Der Magier runzelte die Stirn. »Es gibt keine Sitte und kein Gesetz, die mich daran hindern. Oder Euch.« »Dann sollten wir sie befragen.«
Achati lächelte. »Wir machen es auf Eure Weise? Warum nicht?« Er lachte leise. »Wenn Ihr nichts dagegen habt, würde ich gern zusehen und von Euch lernen. Ich wüsste nicht, welche Fragen ich stellen müsste, die einen Sklaven dazu bringen könnten, uns mehr zu erzählen, als er will.«
»Es gibt dabei eigentlich keine Tricks«, versicherte ihm Dannyl.
»Welchen Sklaven wollt Ihr als ersten befragen?«
»Diesen Mann und jeden, der Lorkin und Tyvara gesehen hat. Und vor allem die Sklavin, die sie gesehen hat und dachte, sie könnten die Leute sein, vor denen man sie gewarnt hatte.« Dannyl zog sein Notizbuch heraus und betrachtete den Sklavenmeister. »Und ich brauche ein Zimmer – nichts Vornehmes –, wo ich sie allein befragen kann, ohne dass andere unsere Gespräche belauschen können.«
Der Mann blickte unsicher zwischen Dannyl und Achati hin und her.
»Veranlasse es«, befahl Achati.

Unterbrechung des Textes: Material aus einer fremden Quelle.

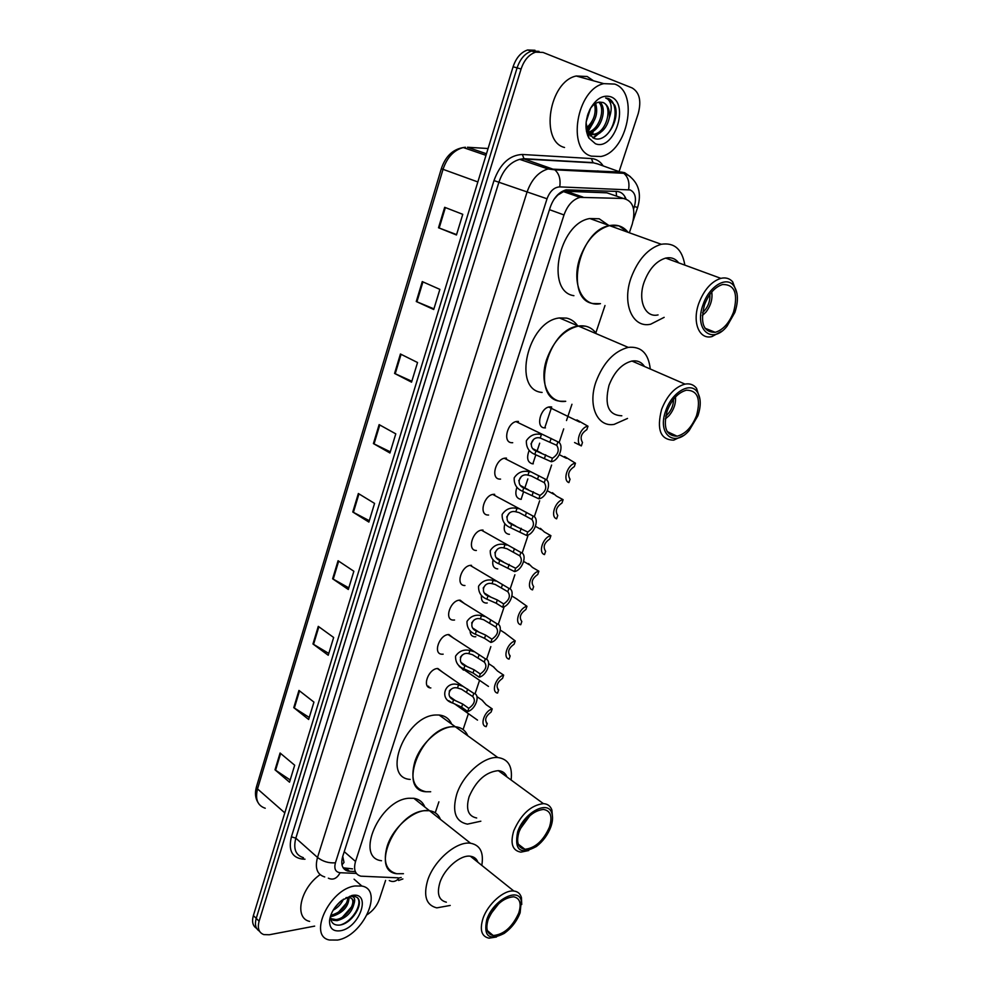 <?xml version="1.0" encoding="UTF-8"?>
<svg xmlns="http://www.w3.org/2000/svg" width="990" height="990" viewBox="0 0 990 990"><rect width="100%" height="100%" fill="white"/><g stroke="black" fill="none" stroke-linecap="round" stroke-linejoin="round"><path stroke-width="1.49" d="M430.836 687.926C421.468 687.815 428.484 668.349 437.865 668.51L442.802 672.334M442.085 654.217C432.432 654.291 439.399 634.182 448.94 634.553L453.816 638.364M453.494 620.074C443.545 620.359 450.462 599.581 460.164 600.163L464.954 603.974M464.941 585.511C454.967 585.857 461.489 564.931 471.265 565.327L471.525 565.34M476.363 550.49C466.575 550.638 472.762 529.848 482.501 530.058L483.021 530.058M488.577 515.035L487.934 515.023C478.318 514.961 484.197 494.319 493.886 494.319L494.678 494.332M500.569 479.111L499.653 479.098C490.211 478.826 495.78 458.308 505.407 458.123L506.484 458.135M512.709 442.716L511.521 442.703C502.252 442.221 507.536 421.839 517.102 421.443L518.451 421.468M463.469 670.106L459.125 665.738M474.755 636.793C471.71 636.496 470.151 634.466 470.101 630.692M486.177 603.058C482.563 602.687 480.979 600.126 481.437 595.374M497.735 568.891L497.525 568.891C493.515 568.31 492.018 565.24 493.045 559.709M452.331 703.024L448.792 700.71M509.454 534.303L508.984 534.303C504.714 533.474 503.316 530.021 504.801 523.92M521.309 499.282L520.579 499.269C516.062 498.168 514.788 494.307 516.78 487.674M533.313 463.803L532.323 463.79C527.571 462.367 526.445 458.098 528.957 450.97M545.465 427.878L544.228 427.866C535.343 427.296 540.59 407.298 549.784 406.865L551.17 406.89M342.738 856.338L344 862.463L341.983 864.815M612.402 194.708L606.882 192.827L566.33 191.293L563.496 191.615L557.766 195.092L553.979 199.374M400.443 877.66L401.185 877.511M629.343 232.774L632.313 223.913C635.951 209.249 632.994 200.772 623.44 198.47L579.967 197.369C572.802 199.485 567.48 205.338 564.003 214.954L355.534 861.461C353.331 869.591 355.101 874.492 360.843 876.175L398.091 877.821M435.241 812.765L438.892 801.838M463.085 729.568L468.406 713.654M475.027 693.854L479.556 680.328M486.573 659.352L490.842 646.606M498.279 624.405L504.219 606.647M510.122 589L514.887 574.769M522.126 553.125L527.843 536.048M534.291 516.78L539.649 500.779M546.616 479.952L551.603 465.065M559.103 442.641L563.706 428.88M566.503 420.527L571.948 404.267M595.819 332.937L605.001 305.514M443.149 654.167L442.53 654.217M454.558 620.012L453.668 620.074M475.806 636.731L475.039 636.793M487.229 602.972L486.214 603.058M428.918 686.565L428.051 686.8M591.834 124.604L587.577 131.497M336.823 905.479L335.523 906.852M314.659 926.12L269.305 934.758L263.86 934.61C258.836 932.729 257.252 928.249 259.108 921.183L521.087 69.015C524.131 60.056 528.969 54.438 535.627 52.148L543.04 52.433L632.078 87.912C639.515 92.33 641.57 100.893 638.216 113.615L619.319 170.948M385.593 880.407L379.331 899.39C377.066 905.677 373.044 910.751 367.29 914.624M618.985 171.963L618.626 173.052M259.479 931.169C255.618 928.806 254.541 924.536 256.237 918.374L517.089 67.889C520.109 58.942 524.947 53.336 531.593 51.059L539.005 51.344L531.593 51.059C524.947 53.336 520.109 58.942 517.089 67.889L256.237 918.374C254.541 924.536 255.618 928.806 259.479 931.169M626.002 198.928C624.096 194.226 621.015 191.713 616.745 191.417L566.094 189.857C558.942 191.961 553.645 197.777 550.217 207.331L342.701 856.461C340.535 864.542 342.317 869.443 348.072 871.151L355.311 871.584M352.514 868.874L343.171 867.822M587.181 130.42L589.075 127.586M256.62 928.36C252.772 925.984 251.683 921.727 253.378 915.577L513.092 66.763C516.112 57.841 520.938 52.247 527.583 49.983L534.984 50.267M400.43 353.999L417.545 362.526L411.555 382.165L394.577 373.44L400.43 353.999M422.272 281.593L439.869 289.377L433.719 309.511L416.27 301.517L422.272 281.593M444.683 207.306L462.763 214.323L456.464 234.977L438.508 227.762L444.683 207.306M338.073 560.736L353.863 571.255L348.307 589.483L332.628 578.791L338.073 560.736M318.285 626.361L333.655 637.473L328.235 655.256L312.964 643.983L318.285 626.361M298.955 690.426L313.941 702.108L308.645 719.47L293.77 707.64L298.955 690.426M280.083 753.006L294.686 765.221L289.513 782.187L275.01 769.812L280.083 753.006M379.133 424.623L395.79 433.855L389.949 452.987L373.416 443.582L379.133 424.623M358.355 493.515L374.567 503.403L368.874 522.077L352.774 512.003L358.355 493.515M369.295 520.691L352.774 512.003M390.295 451.836L373.416 443.582M290.181 779.971L275.01 769.812M309.264 717.453L293.77 707.64M328.791 653.437L312.964 643.983M348.802 587.862L332.628 578.791M456.576 234.593L438.508 227.762M433.917 308.855L416.27 301.517M411.84 381.249L394.577 373.44M355.014 885.976L361.857 886.05C384.083 889.725 362.983 936.144 337.491 940.067L329.41 940.005C307.605 935.983 329.794 888.859 355.014 885.976M330.697 918.596L335.932 919.537C346.079 918.782 356.511 903.041 351.586 898.425M330.722 918.794L333.358 920.341L337.107 920.626C346.017 918.188 351.599 912.743 353.863 904.291C353.975 900.628 352.576 898.388 349.656 897.559L346.042 897.596M330.771 915.267L331.242 915.218C341.179 912.211 346.76 906.258 348.01 897.373M330.648 916.356L332.417 916.295C343.097 912.78 348.641 906.494 349.062 897.447M335.288 907.038L340.449 901.482M333.16 910.231C338.011 907.484 341.439 903.783 343.456 899.155M329.546 920.651C330.536 913.164 334.595 906.419 341.699 900.442L351.933 895.467C372.017 891.26 360.051 927.704 340.511 930.749C333.086 931.726 329.423 928.36 329.546 920.651L330.672 916.022C330.512 922.358 333.37 925.39 339.248 925.118C351.883 924.227 364.506 903.214 357.254 897.546L354.395 896.16L349.742 896.284C354.371 896.049 355.744 898.71 353.863 904.291M309.635 921.393C293.844 918.151 300.317 888.265 320.092 874.653M335.622 906.593L339.855 902.001M338.06 912.632L346.809 902.732M342.503 917.099L351.648 906.741M340.56 924.92C353.257 921.059 363.144 902.793 357.093 897.423M498.799 903.623L490.619 914.104M424.376 810.711L429.462 810.699C434.808 811.515 438.471 814.411 440.451 819.398C438.471 814.411 434.808 811.515 429.462 810.699C415.503 808.125 393.092 826.774 387.139 846.351C382.932 861.721 386.137 870.854 396.767 873.737C369.876 871.052 395.146 812.778 424.376 810.711M381.496 860.731C354.593 857.798 379.492 800.068 408.721 798.262L413.808 798.287C419.154 799.153 422.841 802.061 424.858 807.048M403.437 873.7L396.767 873.737M450.215 905.442L436.788 907.867C426.232 905.219 423.188 896.049 427.655 880.382C433.954 860.397 456.65 840.955 470.535 843.232C480.162 845.076 483.924 852.464 481.796 865.384M446.366 902.187C438.818 900.331 436.664 893.809 439.882 882.635C444.386 868.44 460.523 854.593 470.374 856.226C474.111 856.734 476.636 858.763 477.947 862.302M496.473 936.998L489.023 938.173C481.561 936.515 479.531 929.981 482.959 918.572C487.724 904.08 504.059 889.626 513.835 891.037C517.758 891.483 520.294 893.661 521.433 897.596L521.742 904.501M486.758 919.71C492.946 900.257 518.5 886.619 521.284 900.826L520.134 912.755C516.83 921.294 511.471 928.199 504.083 933.471C489.11 940.97 483.33 936.379 486.758 919.71M518.735 913.052C512.288 927.135 503.774 934.622 493.206 935.513C487.055 934.152 485.397 928.781 488.219 919.413C494.629 905.343 503.081 897.794 513.587 896.779C519.96 898.103 521.681 903.536 518.735 913.052M476.326 859.37L476.264 860.941M614.74 84.088C639.503 92.293 627.375 152.188 600.769 156.507L591.401 156.148C566.664 150.294 576.489 89.335 603.789 83.643L614.74 84.088M564.535 147.485C539.748 141.57 548.992 81.502 576.23 76.007L587.181 76.502L593.493 80.784M593.022 132.598L591.822 134.405M591.636 134.677L590.585 136.1M586.451 131.336L590.733 134.417L595.559 134.714C602.613 132.573 607.216 126.893 609.37 117.686C610.001 109.902 607.922 104.853 603.145 102.527L599.618 102.106C596.104 102.403 592.936 104.705 590.127 109.011M590.238 134.219L593.963 134.219C607.105 132.375 613.02 105.584 602.836 102.428M587.887 132.19C599.111 130.234 605.868 108.912 598.752 102.193M588.233 132.883L589.174 132.747C600.992 131.051 607.811 108.046 599.754 102.094M586.513 127.883C593.839 121.077 596.5 113.157 594.495 104.123M586.822 129.22C595.534 122.017 598.467 113.404 595.621 103.381M587.317 116.152L588.221 113.343M586.204 121.745L590.535 108.38M586.08 122.908L588.345 133.093L593.654 138.179C605.967 144.132 620.718 119.283 614.778 105.299L608.293 98.567L605.657 97.96L607.662 99.05C611.709 102.774 612.278 108.987 609.37 117.686M595.423 143.736L588.864 138.031C584.706 129.702 585.053 120.161 589.941 109.37C595.918 98.814 602.811 94.607 610.632 96.748C630.135 103.22 614.258 151.532 595.423 143.736M587.132 130.284L591.773 124.678M587.788 135.828L588.592 135.482M589.595 134.987L597.935 126.868M593.418 138.068L604.16 129.047M586.897 129.517L587.85 128.539M587.59 135.333L588.53 134.888M589.916 134.083L594.074 130.581M592.812 137.758L600.336 132.635M605.15 136.15C617.426 126.25 618.503 100.646 607.414 98.27M529.873 815.698L520.171 829.001M452.294 726.747L455.313 726.747C461.278 727.341 465.436 730.348 467.787 735.78C465.436 730.348 461.278 727.341 455.313 726.747C441.33 725.064 420.651 742.846 414.761 762.015C410.219 779.13 413.969 789.055 425.997 791.765C396.656 790.317 421.814 727.291 452.294 726.747M410.207 779.427C380.853 777.732 405.591 715.287 436.083 714.99L439.114 715.015C445.079 715.659 449.262 718.678 451.65 724.098M430.687 791.752L425.997 791.765M526.977 818.606L522.077 825.326M480.843 821.205L467.416 824.138C455.462 821.663 451.898 811.701 456.736 794.227C462.949 774.65 483.924 756.137 497.834 757.548C508.278 758.971 512.696 766.458 511.112 780.009M476.685 817.988C468.134 816.267 465.609 809.177 469.099 796.727C476.128 780.566 485.88 771.866 498.341 770.653C502.512 770.987 505.383 773.091 506.954 776.952M528.71 850.534L520.876 852.143C512.412 850.62 510.036 843.505 513.761 830.796C521.087 814.226 530.962 805.179 543.386 803.633C547.619 803.88 550.465 806.021 551.9 810.043L552.556 817.728M517.621 831.959C523.821 812.555 548.25 799.549 551.851 813.285C553.039 817.01 552.705 821.564 550.836 826.922C547.817 834.842 543.003 841.376 536.394 846.5C520.344 855.162 514.095 850.311 517.621 831.959M549.438 827.133C543.361 840.758 535.194 848.145 524.923 849.284C517.943 848.046 516 842.193 519.082 831.736C525.108 818.136 533.214 810.699 543.411 809.436C550.638 810.624 552.655 816.527 549.438 827.133M505.284 774.044L505.284 775.727M675.489 396.99C675.972 403.586 673.843 409.811 669.091 415.639L665.268 419.042M585.474 326.168C589.99 327.158 593.641 329.695 596.413 333.766C592.07 327.566 586.068 324.992 578.395 326.057L585.474 326.168M565.723 401.296L560.513 401.235C530.405 399.242 546.319 329.41 578.395 326.057C564.3 329.522 553.744 340.572 546.728 359.197C538.659 382.499 548.943 404.031 565.723 401.296M542.112 392.436C511.966 390.283 527.398 321.119 559.461 317.951L566.552 318.099C571.069 319.114 574.745 321.639 577.554 325.698M673.509 399.304C673.46 406.049 670.874 411.63 665.75 416.06M627.511 418.448L614.122 424.388C597.341 427.445 587.503 405.615 596.005 381.695C603.38 362.563 614.122 351.128 628.242 347.379C641.149 346.116 648.487 353.331 650.269 369.01M621.819 415.775C608.479 415.28 604.197 405.17 608.974 385.432C614.258 371.807 621.918 363.677 631.954 361.041C637.362 360.224 641.532 362.031 644.49 366.498M683.224 435.637L673.707 440.154C660.466 439.882 656.432 429.635 661.605 409.39C667.161 395.394 674.957 386.966 684.993 384.108C689.857 383.254 693.705 384.652 696.552 388.315L700.029 399.552M665.763 410.714C671.765 392.374 690.253 381.422 697.109 391.768C700.994 397.646 701.254 405.665 697.888 415.8L689.139 430.551C674.301 448.025 656.89 434.14 665.763 410.714M696.539 415.59C691.899 427.148 685.414 434.016 677.086 436.206C666.196 436.008 662.879 427.581 667.173 410.937C671.752 399.44 678.15 392.51 686.404 390.184C697.641 390.345 701.019 398.821 696.539 415.59M642.646 364.171L643.017 365.854M711.76 292.001C712.713 298.968 710.783 305.663 705.981 312.085L702.281 315.637M618.837 225.819L628.093 232.328C623.341 226.363 617.129 224.124 609.481 225.621L618.837 225.819M600.472 303.658L593.01 303.534C564.275 299.698 578.197 230.534 609.481 225.621C596.302 229.457 586.414 240.31 579.818 258.192C571.007 283.561 582.603 307.655 600.472 303.658M573.915 295.688C545.144 291.741 558.558 223.257 589.83 218.53L599.197 218.778L608.504 225.262M709.867 294.451C710.276 301.603 707.85 307.655 702.591 312.593M664.154 317.344L650.69 324.2C632.82 328.519 621.72 304.054 631.014 277.967C637.956 259.59 648.029 248.366 661.258 244.27C674.314 242.29 682.184 249.245 684.845 265.122M658.078 314.907C645.27 318.087 637.473 300.539 644.144 282.039C649.106 268.946 656.296 260.964 665.701 258.093C671.096 256.967 675.428 258.551 678.67 262.857M721.784 331.192L711.996 336.563C699.2 340.015 691.837 322.196 698.878 303.163C704.125 289.699 711.451 281.42 720.856 278.351C725.658 277.237 729.605 278.388 732.687 281.816L737.018 293.585M703.11 304.536C709.026 286.568 726.103 275.95 733.417 285.33C738.193 291.728 738.676 300.75 734.877 312.407L727.019 326.242C712.02 345.337 693.606 329.633 703.11 304.536M733.541 312.073C729.16 323.186 723.059 329.93 715.25 332.318C703.494 332.417 699.905 323.272 704.496 304.871C708.815 293.807 714.842 287.013 722.564 284.501C734.679 284.365 738.342 293.56 733.541 312.073M676.826 260.778L677.271 262.338M492.216 708.902L491.151 712.02C485.583 716.166 484.283 720.015 487.253 723.541L486.201 726.648C479.395 725.781 484.432 710.82 492.216 708.902L486.115 704.657L481.969 700.079M487.253 723.541L486.263 722.836M503.663 675.13L502.586 678.286C497.005 682.395 495.693 686.28 498.638 689.956L497.562 693.099C490.768 692.06 495.879 676.913 503.663 675.13L497.475 670.985L493.218 666.678M498.638 689.956L497.797 689.387M515.245 640.926L514.157 644.131C508.575 648.178 507.239 652.113 510.159 655.937L509.083 659.13C502.301 657.892 507.474 642.56 515.245 640.926L504.615 632.87M510.159 655.937L509.504 655.516M526.977 606.288L525.876 609.531C520.282 613.528 518.933 617.525 521.829 621.497L520.74 624.727C513.971 623.304 519.218 607.761 526.977 606.288L516.161 598.604M538.869 571.205L537.756 574.497C532.15 578.432 530.776 582.479 533.647 586.612L532.546 589.879C525.801 588.258 531.11 572.517 538.869 571.205L532.422 567.406L528.561 563.595M550.91 535.664L549.784 538.993C544.166 542.891 542.78 546.975 545.626 551.269L544.5 554.586C537.78 552.767 543.151 536.815 550.91 535.664L544.376 531.989L540.416 528.363M563.112 499.665L561.961 503.031C556.343 506.868 554.932 511.013 557.754 515.468L556.615 518.822C549.92 516.805 555.365 500.643 563.112 499.665L556.479 496.101L552.42 492.674M575.462 463.196L574.311 466.612C568.681 470.386 567.258 474.581 570.042 479.21L568.891 482.6C562.221 480.36 567.728 464.001 575.462 463.196L564.585 456.526M587.986 426.232L586.81 429.697C581.179 433.41 579.732 437.667 582.491 442.468L581.328 445.908C574.67 443.446 580.264 426.863 587.986 426.232L576.91 419.909M574.559 442.53L581.118 445.797M453.593 699.794L462.677 704.014L468.79 708.333C474.495 704.15 475.806 700.227 472.725 696.552L473.802 693.359L462.986 686.342L458.543 684.845C444.98 680.019 438.632 699.385 452.541 702.949L453.593 699.794C445.5 697.01 449.2 685.785 457.491 688.013L458.543 684.845M472.725 696.552L461.513 689.213L457.491 688.013M473.802 693.359C480.781 694.46 475.707 709.545 467.726 711.501L461.625 707.182L452.541 702.949M467.726 711.501L468.79 708.333M449.25 691.131L450.611 689.585M484.271 662.05L472.453 654.662L468.864 653.672C460.511 651.42 456.774 662.793 464.904 665.602L474.086 669.772L480.274 673.98C485.991 669.846 487.315 665.874 484.271 662.05L485.348 658.808L448.173 634.615M485.348 658.808C492.315 660.107 487.167 675.39 479.197 677.197L473.022 672.977L463.852 668.795C458.135 666.505 455.375 662.285 455.573 656.16C459.075 651.036 463.864 649.143 469.916 650.467L473.69 651.63M479.197 677.197L480.274 673.98M460.338 657.298L462.194 655.071M495.953 627.103L483.553 619.703L480.373 618.886C471.983 616.609 468.196 628.13 476.376 630.976L485.632 635.097L491.919 639.181C497.636 635.11 498.985 631.076 495.953 627.103L497.054 623.824L459.125 600.237M497.054 623.824C503.997 625.321 498.787 640.79 490.83 642.448L484.555 638.34L475.299 634.206C469.557 631.88 466.785 627.623 466.995 621.411C470.535 616.226 475.349 614.295 481.449 615.632L484.593 616.535M490.83 642.448L491.919 639.181M471.648 622.945L473.826 620.186M507.796 591.698L495.173 584.434L492.042 583.654C483.59 581.353 479.754 593.022 487.983 595.893L497.327 599.965L503.7 603.937C509.429 599.915 510.791 595.832 507.796 591.698L508.91 588.369L470.213 565.426M508.91 588.369C515.827 590.077 510.555 605.744 502.598 607.241L496.238 603.257L486.907 599.173C481.128 596.822 478.343 592.503 478.566 586.216C482.142 580.957 486.993 579.014 493.131 580.35L495.656 581.019M502.598 607.241L503.7 603.937M483.157 588.11L485.57 584.892M519.787 555.823L507.004 548.745L503.861 547.953C495.359 545.626 491.473 557.457 499.752 560.352L515.642 568.235C521.384 564.263 522.769 560.13 519.787 555.823L520.913 552.457L481.437 530.17M520.913 552.457C527.818 554.375 522.472 570.24 514.528 571.577L498.651 563.669C492.834 561.293 490.05 556.925 490.285 550.564C493.899 545.23 498.787 543.25 504.962 544.611L506.905 545.094M514.528 571.577L515.642 568.235M494.839 552.804L497.413 549.178M531.939 519.478L519.007 512.572L515.827 511.793C507.276 509.442 503.341 521.421 511.669 524.354L527.744 532.051C533.486 528.14 534.897 523.945 531.939 519.478L533.09 516.075L492.822 494.468M533.09 516.075C539.971 518.191 534.55 534.278 526.606 535.442L510.555 527.72C504.714 525.319 501.905 520.889 502.153 514.441C505.803 509.046 510.729 507.029 516.953 508.402L518.339 508.712M526.606 535.442L527.744 532.051M506.707 517.015L509.38 513.006M544.265 482.65L531.16 475.93L527.955 475.15C519.354 472.775 515.357 484.902 523.747 487.872L539.995 495.396C545.762 491.535 547.185 487.29 544.265 482.65L545.416 479.197L504.343 458.283M545.416 479.197C552.271 481.536 546.789 497.834 538.857 498.824L522.621 491.288C516.731 488.85 513.921 484.37 514.194 477.836C517.869 472.366 522.844 470.324 529.093 471.723L529.947 471.896M538.857 498.824L539.995 495.396M518.748 480.732L521.47 476.376M556.739 445.327L540.255 438.013C531.593 435.612 527.546 447.913 535.974 450.92L552.42 458.246C558.187 454.447 559.635 450.153 556.739 445.327L557.914 441.837L516.025 421.629M557.914 441.837C564.745 444.399 559.189 460.907 551.257 461.724L534.835 454.373C528.92 451.91 526.098 447.369 526.383 440.748C530.096 435.204 535.107 433.137 541.394 434.548L541.728 434.598M551.257 461.724L552.42 458.246M530.962 443.966L533.697 439.275M616.176 191.392L616.523 196.119M551.678 406.989L544.748 427.903M539.686 443.186L537.013 451.23M535.837 454.806L532.843 463.827M527.856 478.913L524.787 488.144M523.611 491.721L521.099 499.282M344.235 851.66L355.534 861.461M549.475 209.67L564.003 214.954M566.33 191.293L582.912 197.072M606.882 192.827L623.44 198.47M633.563 208.989L634.38 206.539C636.644 198.037 635.246 192.506 630.185 189.944L559.721 186.887C554.103 187.246 549.871 191.206 547.024 198.78L335.424 862.797C333.902 868.774 335.474 872.079 340.114 872.722L356.351 873.428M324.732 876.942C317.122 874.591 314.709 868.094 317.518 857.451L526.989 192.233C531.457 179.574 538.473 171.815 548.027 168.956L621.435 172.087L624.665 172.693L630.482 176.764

Als der Mann davoneilte, drehte der sachakanische Magier sich mit einem schiefen Lächeln zu Dannyl um. »Ihr müsst lernen, Eure Bitten wie Befehle zu formulieren, Botschafter Dannyl.«
»Ihr habt hier die größere Autorität«, erwiderte Dannyl. »Und ich bin ein Fremdländer. Es wäre unhöflich von mir, mir die Befehlsgewalt anzumaßen.«
Achati musterte ihn nachdenklich, dann zuckte er die Achseln. »Da habt Ihr wahrscheinlich recht.«
Der Sklavenmeister kehrte zurück und führte sie dann in einen kleinen Raum im Haus, der nach Getreide roch. Der Boden war bedeckt mit feinem Staub, durch den sich die Rillen eines Besens zogen. Staubflöckchen hingen in den Sonnenstrahlen, die durch ein hohes Fenster hereinfielen. Unter das Fenster hatte man zwei Stühle gestellt.
»Nun, es ist definitiv nicht vornehm«, bemerkte Achati, der sich nicht die Mühe machte, seine Erheiterung zu verbergen.
»Was würdet Ihr denn vorschlagen, wo wir sie befragen sollen?«, fragte Dannyl.
Achati seufzte. »Ich schätze, es wäre anmaßend, wenn wir sie in Tikakos Herrenzimmer befragten, und Gästezimmer würden allzu deutlich machen, dass wir hier nichts zu sagen haben. Nein, ich nehme an, dies ist ein passender Ort.« Er ging zu einem der Stühle und setzte sich.